**TASK REQUIREMENTS**.
Give only the number of lines in the records that include the string "live".

------ DATA

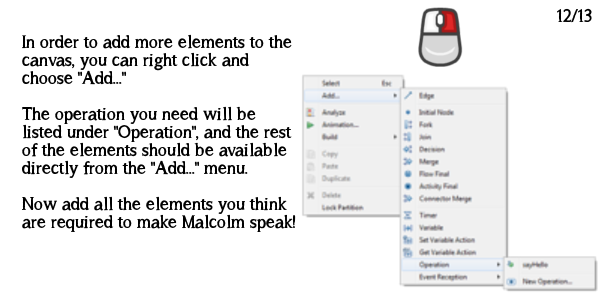
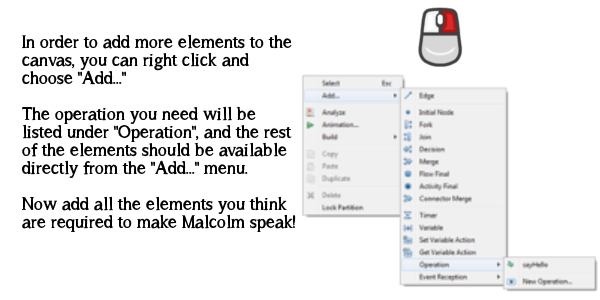
Layered file, before and after one edit (600x300). Changes by layer:
painted on "12/13" over (x1=557, y1=8, x2=592, y2=23)
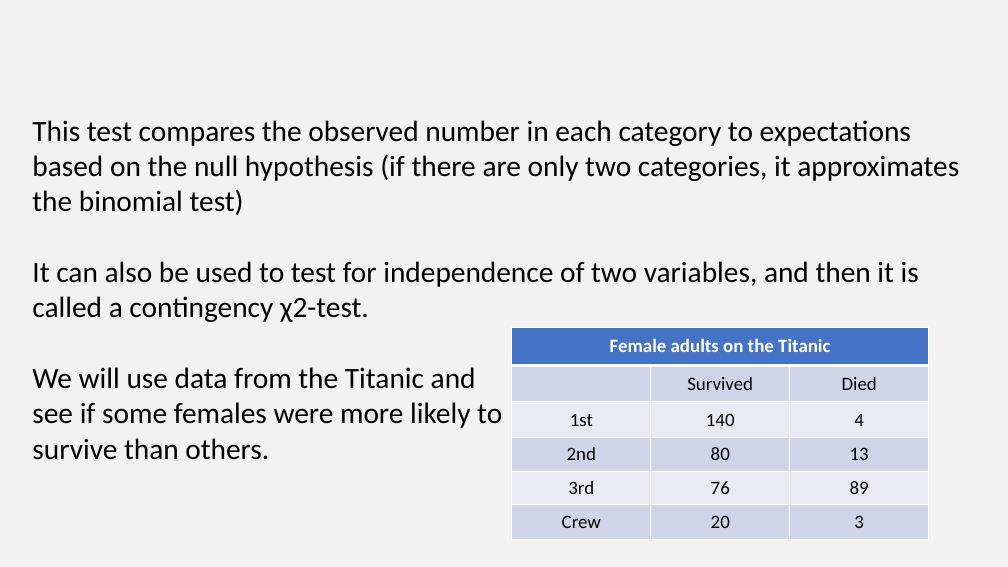
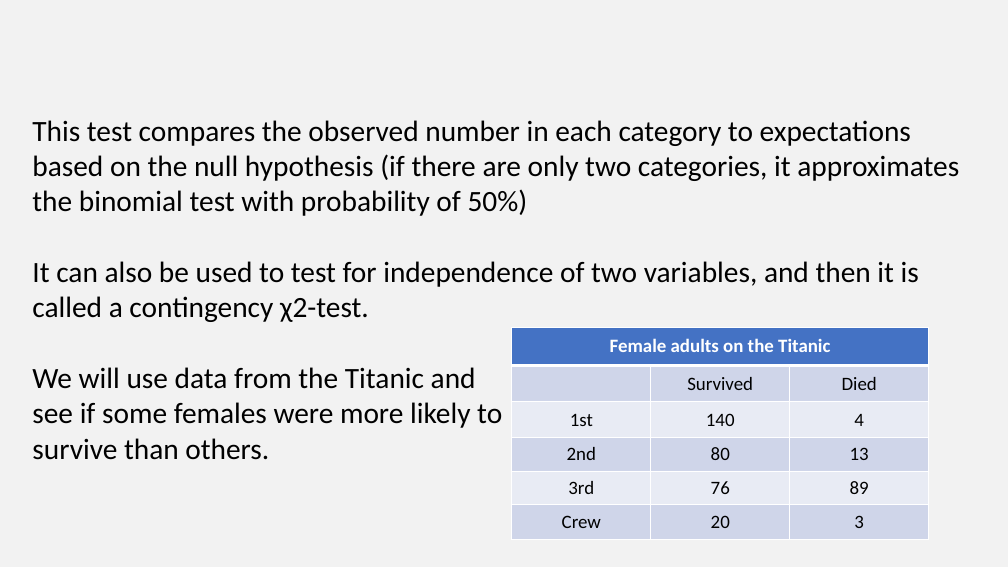
Before and after one commit to coleoguy/coleoguy.github.io, a slide deck: slide 31 of teaching/expdes/lec4.pptx. Drawn at 1008x567 pixels with LibreOffice and Linux fonts; fonts in the diff are those of the drawing; grey boxes stand for pictures. Boxes give left, top, right and bottom in pixels: in the first picture for what was removed or moved away, otherwise in the second. Text is boxed around its words. In the diff, an @@ line names an element or a change of style, - is before the commit and + after.

```diff
--- a/teaching/expdes/lec4.pptx
+++ b/teaching/expdes/lec4.pptx
@@ text at (32, 120, 959, 216): text changed @@
-This test compares the observed number in each category to expectations based on the null hypothesis (if there are only two categories, it approximates the binomial test)
+This test compares the observed number in each category to expectations based on the null hypothesis (if there are only two categories, it approximates the binomial test with probability of 50%)
```
Also in this commit, not shown: 5 other slides changed, 5 other files.
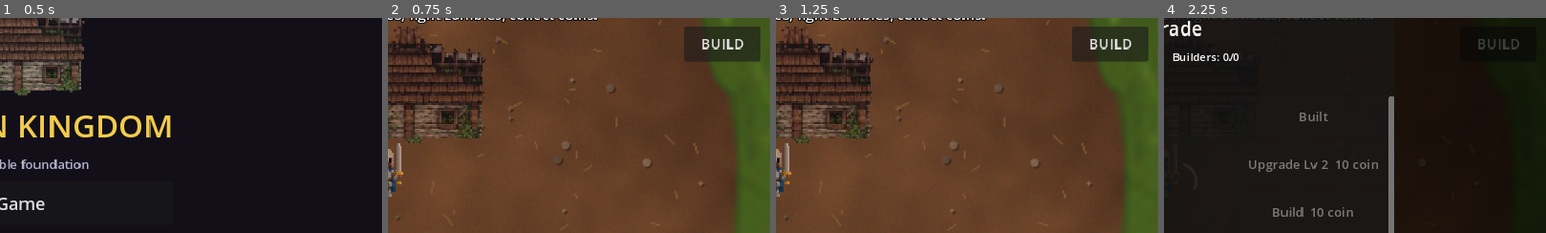
Above: before the commit, frames 1-4 (left to right).
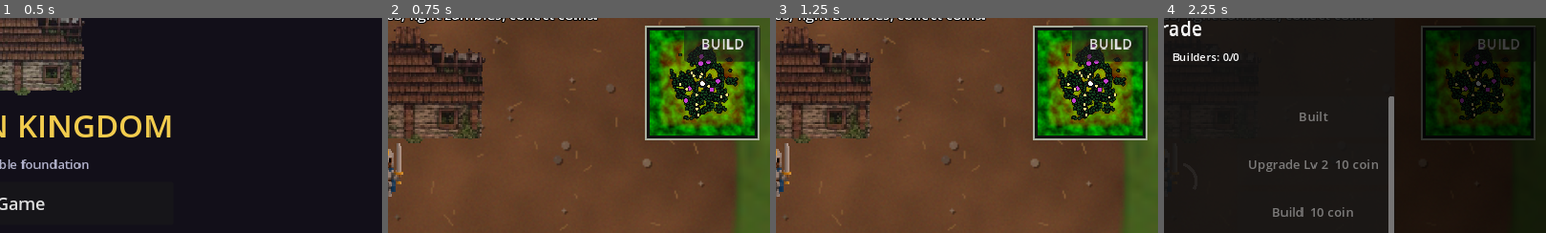
Above: after the commit, the same moments.

Repository: afie-boop/The-Fallen-Kingdom
Game: Godot game, scene res://scenes/main_menu.tscn
Two runs of this game, one before a commit and one after it. Both use one fixed random seed, a clock stepped at 60 frames per second and the inputs below.
Inputs:
- Up to frame 1 (0.5 s): no input
- Up to frame 2 (0.75 s): click "New Game" at 0.5 s
- Up to frame 3 (1.25 s): no input
- Up to frame 4 (2.25 s): click "BUILD" at 1.25 s; click "Build 6 coin" at 2 s
The pictures show only the part of the screen within x 50-100%, y 11-61%; the shares and areas given below are measured in that part.

Frame 1 is identical in both runs. In frame 2, 15% of the frame differs, in the area x 67-98%, y 3-57%; in frame 3, 15%; in frame 4, 3.5%.

Commit message:
Add live island minimap to gameplay HUD

Diff:
--- a/extracted/The-Fallen-Kingdom/scripts/game.gd
+++ b/extracted/The-Fallen-Kingdom/scripts/game.gd
@@ -84,6 +84,7 @@
 
     hud = Hud.new()
     add_child(hud)
+    hud.setup_minimap(GameState.island, player, castle, entities, _world_rect.size)
     _connect_signals()
     hud.update_hp(player.hp, player.max_hp)
 
--- a/extracted/The-Fallen-Kingdom/scripts/hud.gd
+++ b/extracted/The-Fallen-Kingdom/scripts/hud.gd
@@ -44,6 +44,7 @@
 var build_open: bool = false
 var _clock_t: float = 0.0
 var _hint_label: Label
+var _minimap: GameMiniMap
 
 
 func _ready() -> void:
@@ -55,6 +56,10 @@
     _root.set_anchors_and_offsets_preset(Control.PRESET_FULL_RECT)
     _build_status()
     _build_controls()
+    _minimap = GameMiniMap.new()
+    _minimap.size = Vector2(142, 142)
+    _minimap.mouse_filter = Control.MOUSE_FILTER_IGNORE
+    _root.add_child(_minimap)
     _build_death_panel()
     _build_pause_panel()
     _build_build_panel()
@@ -94,6 +99,11 @@
 
 
 # --- public API --------------------------------------------------------------
+
+func setup_minimap(island: IslandMap, player_node: Node2D, castle_node: Node2D, world_nodes: Node2D, world_size: Vector2) -> void:
+    if _minimap != null:
+        _minimap.setup(island, player_node, castle_node, world_nodes, world_size)
+
 
 func update_hp(hp: float, max_hp: float) -> void:
     _hp_fill.size.x = BAR_W * clampf(hp / maxf(1.0, max_hp), 0.0, 1.0)
@@ -237,6 +247,9 @@
     interact_button.position = Vector2(attack_button.position.x - u * 0.6, attack_button.position.y - u - 18.0)
     pause_button.size = Vector2(52, 52)
     pause_button.position = Vector2(vs.x - 52.0 - 14.0, 10.0)
+    if _minimap != null:
+        _minimap.position = Vector2(vs.x - 156.0, 72.0)
+        _minimap.size = Vector2(142.0, 142.0)
     if _build_btn != null:
         _build_btn.size = Vector2(96, 44)
         _build_btn.position = Vector2(vs.x - 96.0 - 12.0, 72.0)
--- /dev/null
+++ b/extracted/The-Fallen-Kingdom/scripts/minimap.gd
@@ -0,0 +1,55 @@
+class_name GameMiniMap
+extends Control
+## Compact live overview of the island and nearby points of interest.
+
+var island: IslandMap
+var player: Node2D
+var castle: Node2D
+var entities: Node2D
+var world_size: Vector2 = Vector2(4800, 4800)
+var _refresh_t: float = 0.0
+
+func setup(map_data: IslandMap, player_node: Node2D, castle_node: Node2D, world_nodes: Node2D, size: Vector2) -> void:
+    island = map_data
+    player = player_node
+    castle = castle_node
+    entities = world_nodes
+    world_size = size
+    queue_redraw()
+
+func _process(delta: float) -> void:
+    _refresh_t -= delta
+    if _refresh_t <= 0.0:
+        _refresh_t = 0.18
+        queue_redraw()
+
+func _draw() -> void:
+    var rect := Rect2(Vector2.ZERO, size)
+    draw_rect(rect, Color(0.035, 0.055, 0.065, 0.9), true)
+    draw_rect(rect, Color(0.72, 0.75, 0.68, 0.9), false, 2.0)
+    if island == null or island.texture == null:
+        return
+    var pad := Rect2(Vector2(5, 5), size - Vector2(10, 10))
+    draw_texture_rect(island.texture, pad, false, Color(0.75, 0.88, 0.76))
+    if entities != null and is_instance_valid(entities):
+        _draw_group("trees", Color(0.08, 0.25, 0.11), 1.4, pad)
+        _draw_group("zombie_caves", Color(0.78, 0.25, 0.82), 2.8, pad)
+        _draw_group("wildlife", Color(0.96, 0.88, 0.53), 1.7, pad)
+    if castle != null and is_instance_valid(castle):
+        _dot(_to_map(castle.global_position, pad), Color(1.0, 0.72, 0.22), 3.5)
+    if player != null and is_instance_valid(player):
+        var p := _to_map(player.global_position, pad)
+        _dot(p, Color(0.98, 0.98, 1.0), 3.0)
+        draw_arc(p, 5.0, 0.0, TAU, 24, Color(0.08, 0.12, 0.16), 1.0)
+
+func _draw_group(group_name: String, color: Color, radius: float, pad: Rect2) -> void:
+    for node in get_tree().get_nodes_in_group(group_name):
+        if node is Node2D and is_instance_valid(node):
+            _dot(_to_map((node as Node2D).global_position, pad), color, radius)
+
+func _to_map(world_pos: Vector2, pad: Rect2) -> Vector2:
+    return pad.position + Vector2(world_pos.x / world_size.x * pad.size.x, world_pos.y / world_size.y * pad.size.y)
+
+func _dot(p: Vector2, color: Color, radius: float) -> void:
+    draw_circle(p, radius + 1.0, Color(0.02, 0.025, 0.03, 0.8))
+    draw_circle(p, radius, color)
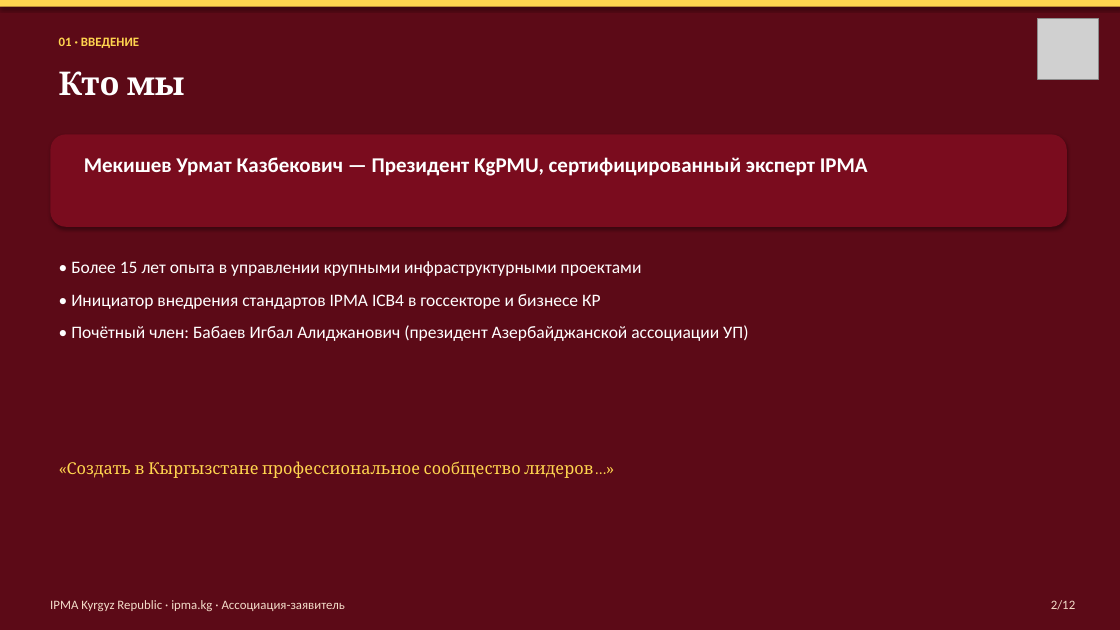
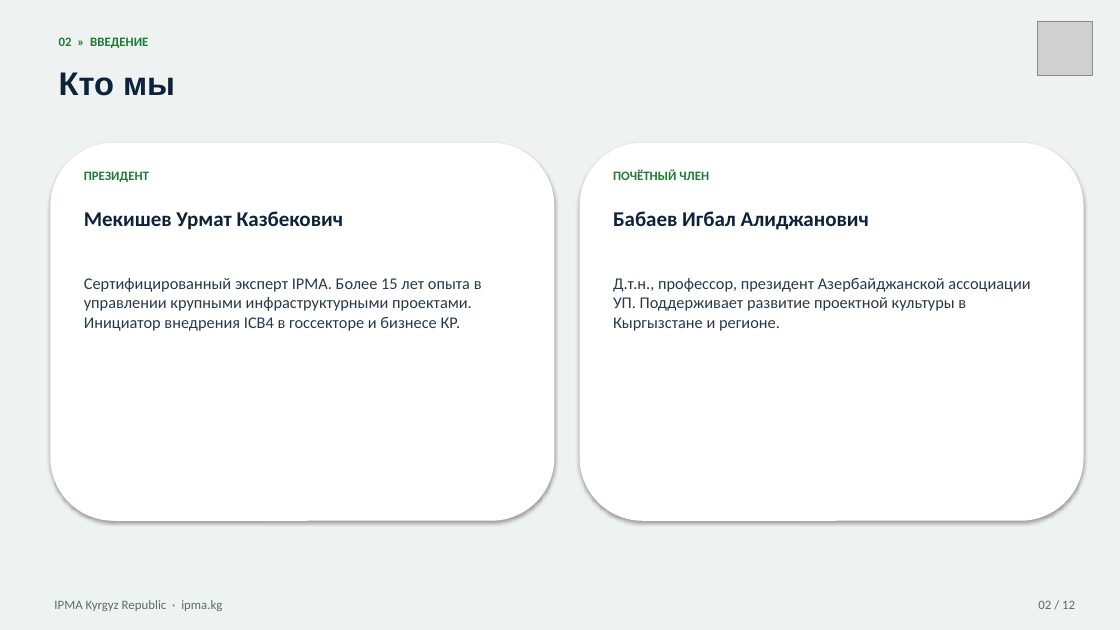
Before and after one commit to umekishev/umekishev, a slide deck: slide 2 of presentations/IPMA_Kyrgyzstan_CoD_Presentation.pptx. Drawn at 1120x630 pixels with LibreOffice and Linux fonts; fonts in the diff are those of the drawing; grey boxes stand for pictures. Boxes give left, top, right and bottom in pixels: in the first picture for what was removed or moved away, otherwise in the second. Text is boxed around its words. In the diff, an @@ line names an element or a change of style, - is before the commit and + after.

```diff
--- a/presentations/IPMA_Kyrgyzstan_CoD_Presentation.pptx
+++ b/presentations/IPMA_Kyrgyzstan_CoD_Presentation.pptx
@@ rectangle at [0, 0, 1120, 630]: fill #5C0A17 to #EEF2F1 @@
@@ rectangle removed at [0, 0, 1120, 7] @@
@@ picture: place and size @@
-picture at [1038, 18, 1098, 79]
+picture at [1038, 21, 1092, 76]
@@ text "Кто мы" at [59, 72, 175, 96]: font Cambria to Arial, text colour #FFFFFF to #0D223B @@
@@ text at [59, 37, 148, 48]: text changed; text colour #FFD54F to #1F7A34 @@
-01 · ВВЕДЕНИЕ
+02 » ВВЕДЕНИЕ
@@ rounded rectangle removed at [50, 134, 1067, 227] @@
@@ rounded rectangle added at [50, 143, 555, 521], fill #FFFFFF @@
@@ rounded rectangle added at [580, 143, 1084, 521], fill #FFFFFF @@
@@ text added at [84, 171, 149, 182], 11 pt, text #1F7A34, bold @@
+ПРЕЗИДЕНТ
@@ text added at [613, 170, 709, 180], 11 pt, text #1F7A34, bold @@
+ПОЧЁТНЫЙ ЧЛЕН
@@ text at [84, 211, 343, 230]: text changed; text colour #FFFFFF to #0D223B @@
-Мекишев Урмат Казбекович — Президент KgPMU, сертифицированный эксперт IPMA
+Мекишев Урмат Казбекович
@@ text added at [613, 211, 869, 230], 18 pt, text #0D223B, bold @@
+Бабаев Игбал Алиджанович
@@ text at [84, 278, 482, 331]: text changed; size 15 to 14 pt; text colour #FFFFFF to #28394A @@
-• Более 15 лет опыта в управлении крупными инфраструктурными проектами
-• Инициатор внедрения стандартов IPMA ICB4 в госсекторе и бизнесе КР
-• Почётный член: Бабаев Игбал Алиджанович (президент Азербайджанской ассоциации УП)
+Сертифицированный эксперт IPMA. Более 15 лет опыта в управлении крупными инфраструктурными проектами. Инициатор внедрения ICB4 в госсекторе и бизнесе КР.
@@ text added at [613, 278, 1030, 331], 14 pt, text #28394A @@
+Д.т.н., профессор, президент Азербайджанской ассоциации УП. Поддерживает развитие проектной культуры в Кыргызстане и регионе.
@@ text removed at [67, 461, 593, 478] @@
-«Создать в Кыргызстане профессиональное сообщество лидеров…»
@@ text at [54, 600, 222, 611]: text changed; text colour #F3DCC9 to #5C6B72 @@
-IPMA Kyrgyz Republic · ipma.kg · Ассоциация-заявитель
+IPMA Kyrgyz Republic · ipma.kg
@@ text at [1038, 600, 1075, 609]: text changed; text colour #F3DCC9 to #5C6B72 @@
-2/12
+02 / 12
```
Also in this commit, not shown: 10 other slides changed, 1 slide added, 1 slide removed, 1 other file.

------------

**ANSWER SPACE**.
2